Singapore: man jailed for smuggling 84 birds

He is fined $13,000 in addition to one-day jail term
Elena Chong Straits Times 3 Mar 11;

A FISH farm operator who smuggled animals into Singapore waters was yesterday jailed for a day and fined a total of $13,000.

Chan Keng Hee, 49, pleaded guilty to two charges of illegally bringing in 84 birds and a domestic ferret by sea on Oct 15 last year. A third charge of bringing in a radiated tortoise was taken into consideration.

Agri-Food and Veterinary Authority (AVA) prosecutor Yap Teck Chuan told a Community Court that just before 6am that day, Police Coast Guard officers spotted Chan's fishing vessel alongside a Malaysian boat in the waters off Lim Chu Kang, and saw a pair of styrofoam boxes being transferred onto his vessel.

Upon checking the boxes, officers found 60 mata puteh birds, 18 red-whiskered bulbuls, five magpie robins, an Asian fairy bluebird, the ferret and the tortoise.

The court heard that Chan, a licensed fish-culture farm operator, received a call the day before from a Malaysian named 'Yuchai' about ferrying animals and birds from international waters into Singapore.

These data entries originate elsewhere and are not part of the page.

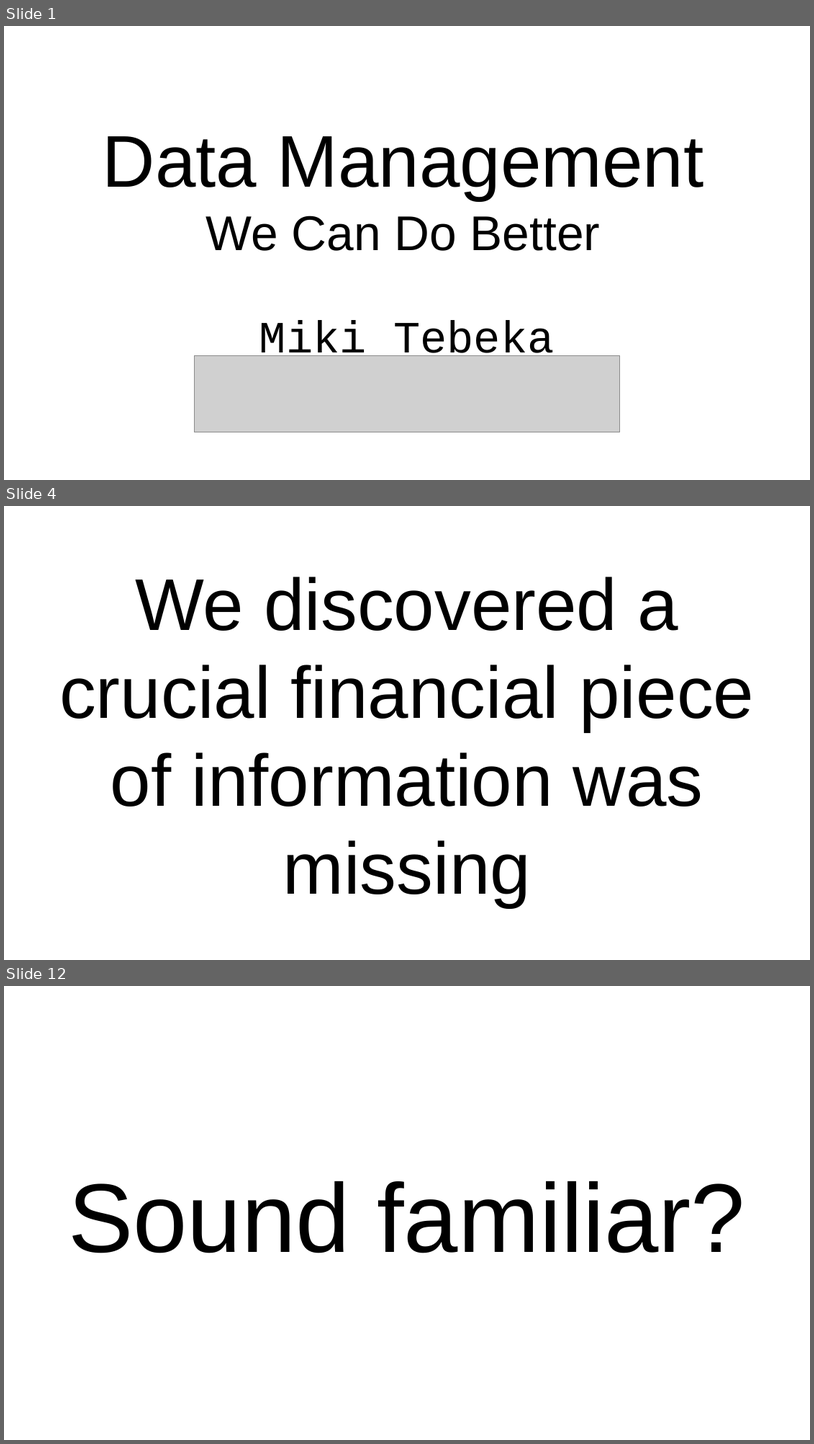
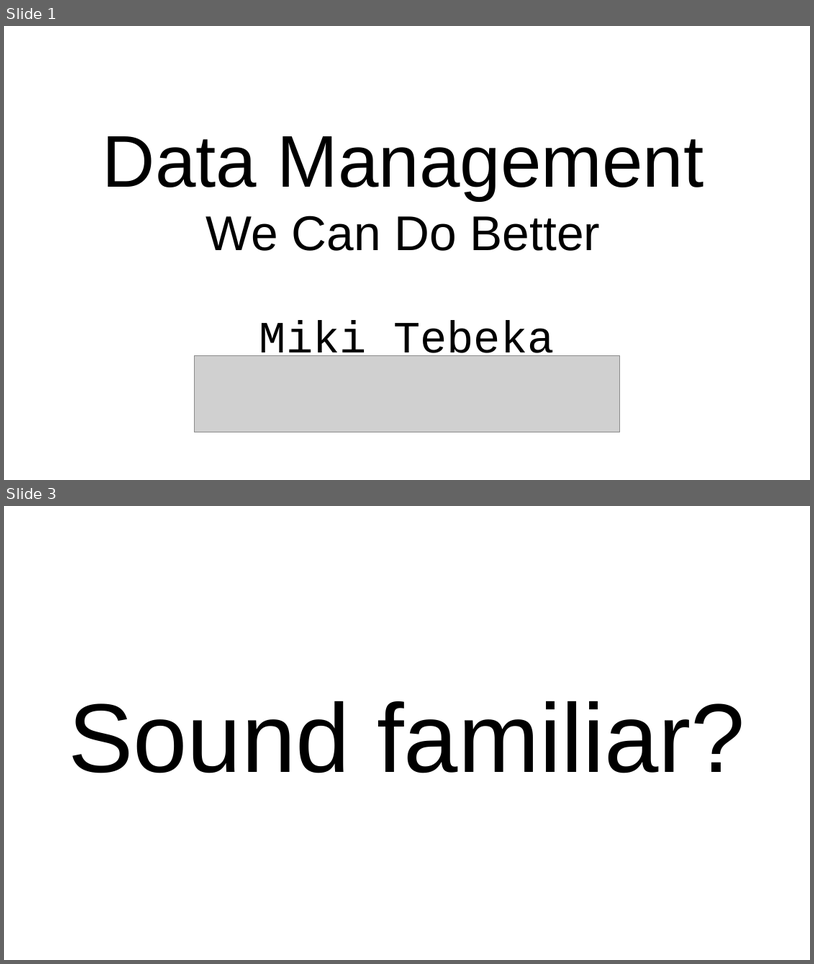
Before and after one commit to tebeka/talks, a slide deck: data-management/data-management.odp. Shown one above the other, each under a label of ours: slides 1, 4 and 12 before the commit, slides 1 and 3 after it; the slides between them are not shown. The pictures are 814x1444 and 814x964 pixels, drawn with LibreOffice and Linux fonts; fonts in the diff are those of the drawing; grey boxes stand for pictures. Boxes give left, top, right and bottom in pixels: in the first picture for what was removed or moved away, otherwise in the second. Text is boxed around its words. In the diff, an @@ line names an element or a change of style, - is before the commit and + after.

```diff
--- a/data-management/data-management.odp
+++ b/data-management/data-management.odp
@@ slide 4 removed at [4,506,810,960], background #FFFFFF @@
@@ title removed at [59,577,754,907] @@
-We discovered a crucial financial piece of information was missing
@@ what was slide 12 is now slide 3 @@
```
Also in this commit, not shown: 4 slides changed, 2 slides added, 9 other slides removed.

Yuchai called him again the next day, telling him that the Malaysian boat had arrived at the meeting place in international waters, and that he was to go there to receive the 'goods'.

The court heard that Chan had paid the Malaysian boatman RM5,000 (S$2,090).

Pressing for a deterrent sentence, AVA's Mr Yap said that although no reported cases of bird flu have surfaced in Malaysian poultry farms since the last outbreak in 2007, the risk remained because the birds could have come into contact with infected birds and poultry, and could carry the virus.

He added that ferrets are known carriers of rabies, which Singapore has been free of since 1953; and with Singapore being highly urbanised, public safety would be compromised if rabies was reintroduced here.

Mr Yap also noted that Chan had abused his farm operator's licence by using his boat for smuggling.

Chan could have been fined up to $10,000 and/or jailed for up to a year on each charge.